5−18はっきり言っておく。すべてのことが実現し、天地が消えうせるまで、律法の文字から一点一画も消え去ることはない。
5−20言っておくが、あなたがたの義が律法学者やファリサイ派の人々の義にまさっていなければ、あなたがたは決して天の国に入ることができない。」

ここにはっきりとイエスは神の律法を決して否定していない事が示されている。

9−3ところが、律法学者の中に、「この男は神を冒涜している」と思う者がいた。
12−5安息日に神殿にいる祭司は、安息日の掟を破っても罪にならない、と律法にあるのを読んだことがないのか。
12−10すると、片手の萎えた人がいた。人々はイエスを訴えようと思って、「安息日に病気を治すのは、律法で許されていますか」と尋ねた。
19−3ファリサイ派の人々が近寄り、イエスを試そうとして、「何か理由があれば、夫が妻を離縁することは、律法に適っているでしょうか」と言った。
22−17ところで、どうお思いでしょうか、お教えください。皇帝に税金を納めるのは、律法に適っているでしょうか、適っていないでしょうか。」
22−35そのうちの一人、律法の専門家が、イエスを試そうとして尋ねた。
22−36「先生、律法の中で、どの掟が最も重要でしょうか。」
22−40律法全体と預言者は、この二つの掟に基づいている。」
23−2「律法学者たちやファリサイ派の人々は、モーセの座に着いている。
23−13律法学者たちとファリサイ派の人々、あなたたち偽善者は不幸だ。人々の前で天の国を閉ざすからだ。自分が入らないばかりか、入ろうとする人をも入らせない。
23−15律法学者たちとファリサイ派の人々、あなたたち偽善者は不幸だ。改宗者を一人つくろうとして、海と陸を巡り歩くが、改宗者ができると、自分より倍も悪い地獄の子にしてしまうからだ。
23−23律法学者たちとファリサイ派の人々、あなたたち偽善者は不幸だ。薄荷、いのんど、茴香の十分の一は献げるが、律法の中で最も重要な正義、慈悲、誠実はないがしろにしているからだ。これこそ行うべきことである。もとより、十分の一の献げ物もないがしろにしてはならないが。
23−25律法学者たちとファリサイ派の人々、あなたたち偽善者は不幸だ。杯や皿の外側はきれいにするが、内側は強欲と放縦で満ちているからだ。
23−27律法学者たちとファリサイ派の人々、あなたたち偽善者は不幸だ。
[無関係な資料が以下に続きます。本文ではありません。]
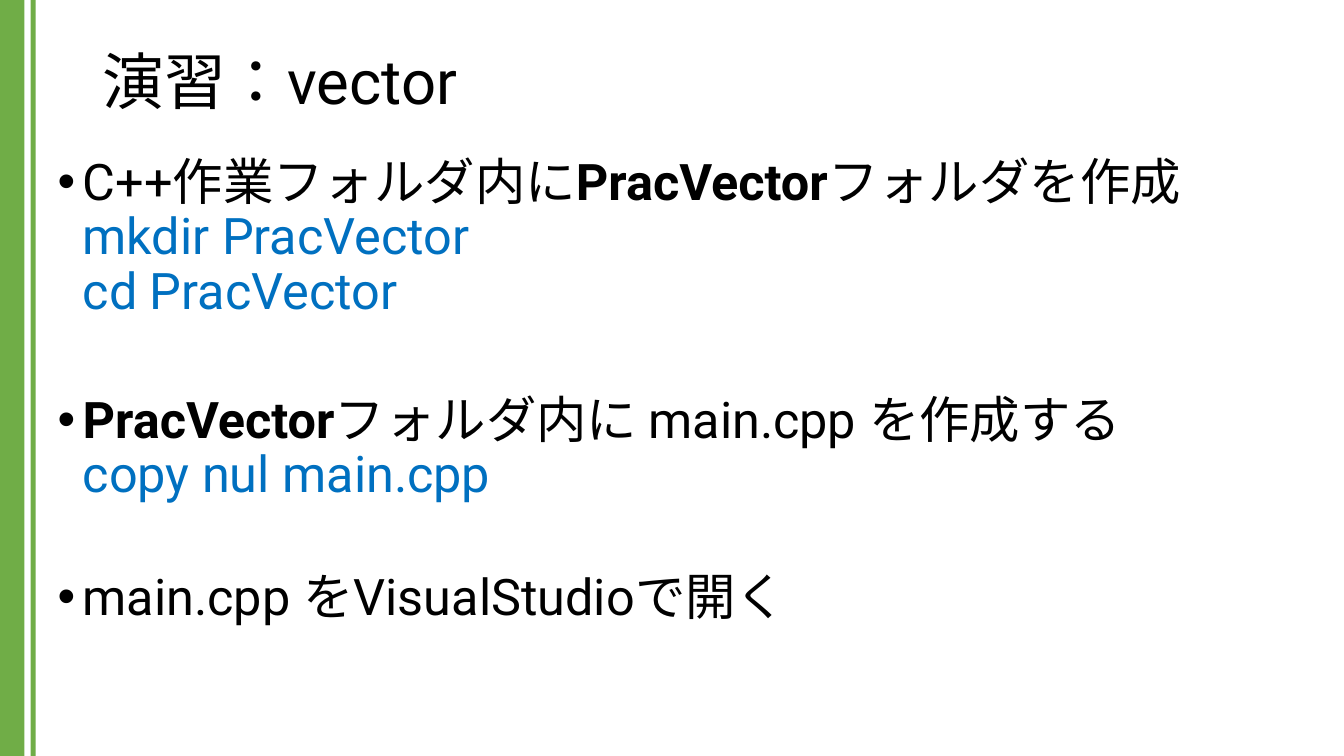
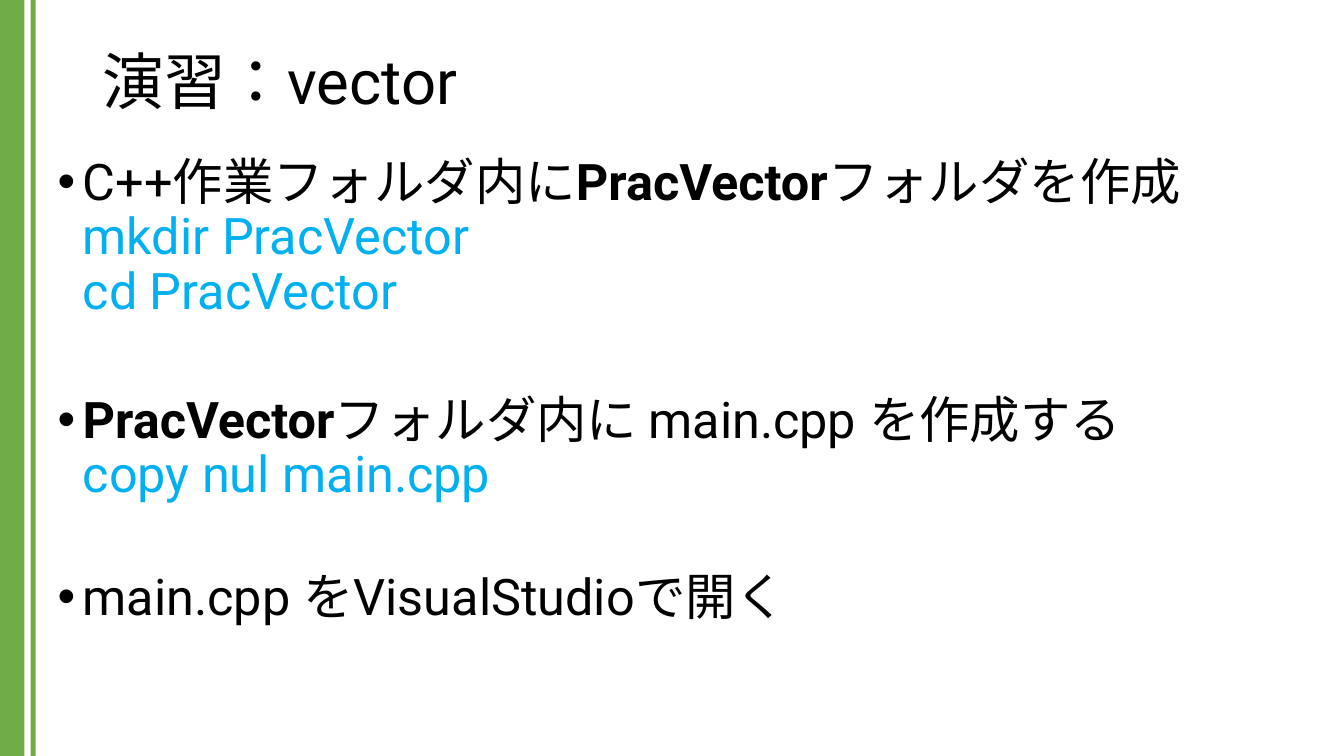
Before and after one commit to kic-murata/cpp2024, a slide deck: slide 1 of 授業資料/演習課題：vector.pptx. Drawn at 1344x756 pixels with LibreOffice and Linux fonts; fonts in the diff are those of the drawing. Boxes give left, top, right and bottom in pixels: in the first picture for what was removed or moved away, otherwise in the second. Text is boxed around its words. In the diff, an @@ line names an element or a change of style, - is before the commit and + after.

```diff
--- a/授業資料/演習課題：vector.pptx
+++ b/授業資料/演習課題：vector.pptx
@@ text at <box>83,157,1181,503</box>: text colour #0070C0 to #00B0F0 in "mkdir PracVector cd PracVector", "copy nul main.cpp" @@
```
Also in this commit, not shown: 7 other slides changed, 8 slides added, 1 other file.

白く塗った墓に似ているからだ。外側は美しく見えるが、内側は死者の骨やあらゆる汚れで満ちている。
23−29律法学者たちとファリサイ派の人々、あなたたち偽善者は不幸だ。預言者の墓を建てたり、正しい人の記念碑を飾ったりしているからだ。

律法学者は律法を神の掟として民衆に守らせている、イエスは律法学者やパリサイ派の言っている律法の解釈が神の掟ではなく、律法学者の判断によるもので実状に適さず硬直化していて、民衆の足かせになっている。
イエスは神が与えた物は「律法により民衆を律していく」というシステムで、律法の一言一言ではないと考えていたのではないか。
今日においても聖書のある部分を四角四面に解釈し、ある人の思い込みに無理やりこじつけて組織の規律としている教団もあるが、それを見ていけば当時のユダヤ教会の姿が想像できるし、イエスがそのような教会のありように事ごとく反発した事情も容易に理解できる
律法は常に実状によって改訂し、その運用は弾力的にするものであると考えていた様だ。

16:21 このときから、イエスは、御自分が必ずエルサレムに行って、長老、祭司長、律法学者たちから多くの苦しみを受けて殺され、三日目に復活することになっている、と弟子たちに打ち明け始められた。

しかしイエスがこの考え方を押し広めて行くことは、神の掟として民衆を教育している律法学者達の権威を失墜させる事になり、大きな反感をかう結果となる。